### THE PROBLEM
Below are the records; collect from them each line containing the string "extrude".

### RECORDS SHOWN
--- START ---

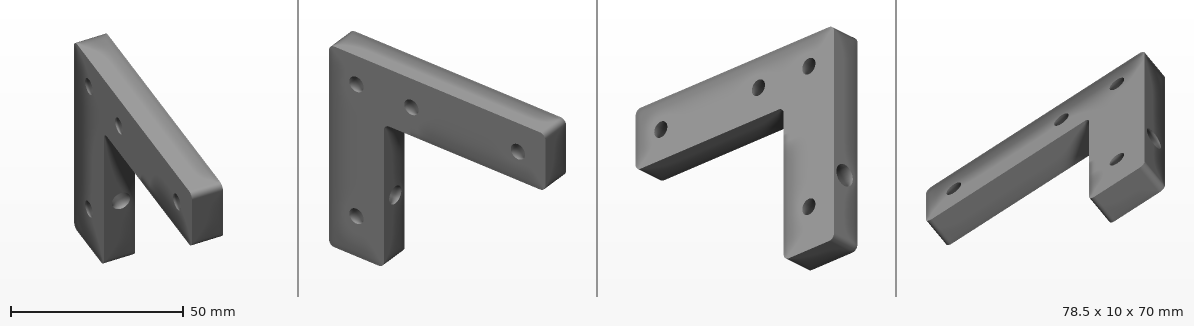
import cadquery as cq

length = 78.5
thickness = 10.0
height = 70.0
arm_width = 19.9
corner_radius = 2.0

mount_diameter = 5.2
edge_distance = arm_width / 2
middle_hole_x = edge_distance + arm_width
lower_hole_z = 14.05

taper_outer_diameter = 7.0
taper_inner_diameter = 5.9
taper_z = 22.5
taper_offset_y = 0.5


def bracket_body():
    """L-shaped plate centred on Y = 0, with every upright-plane corner rounded."""
    return (
        cq.Workplane("XZ")
        .moveTo(0, 0)
        .lineTo(arm_width, 0)
        .lineTo(arm_width, height - arm_width)
        .lineTo(length, height - arm_width)
        .lineTo(length, height)
        .lineTo(0, height)
        .close()
        .extrude(thickness / 2, both=True)
        .edges("|Y")
        .fillet(corner_radius)
    )


def mounting_holes():
    """Cylinders for the plain holes running along Y."""
    top_row_z = height - edge_distance
    centers = [
        (edge_distance, top_row_z),
        (middle_hole_x, top_row_z),
        (length - edge_distance, top_row_z),
        (edge_distance, lower_hole_z),
    ]
    return (
        cq.Workplane("XZ")
        .pushPoints(centers)
        .circle(mount_diameter / 2)
        .extrude(thickness, both=True)
    )


def tapered_hole():
    """Cone running along X, widest at the outer side of the upright arm."""
    return cq.Workplane(
        cq.Solid.makeCone(
            taper_outer_diameter / 2,
            taper_inner_diameter / 2,
            arm_width,
            pnt=cq.Vector(0, taper_offset_y, taper_z),
            dir=cq.Vector(1, 0, 0),
        )
    )


result = bracket_body().cut(mounting_holes()).cut(tapered_hole())

--- END ---

### RESPONSE AREA
        .extrude(thickness / 2, both=True)
        .extrude(thickness, both=True)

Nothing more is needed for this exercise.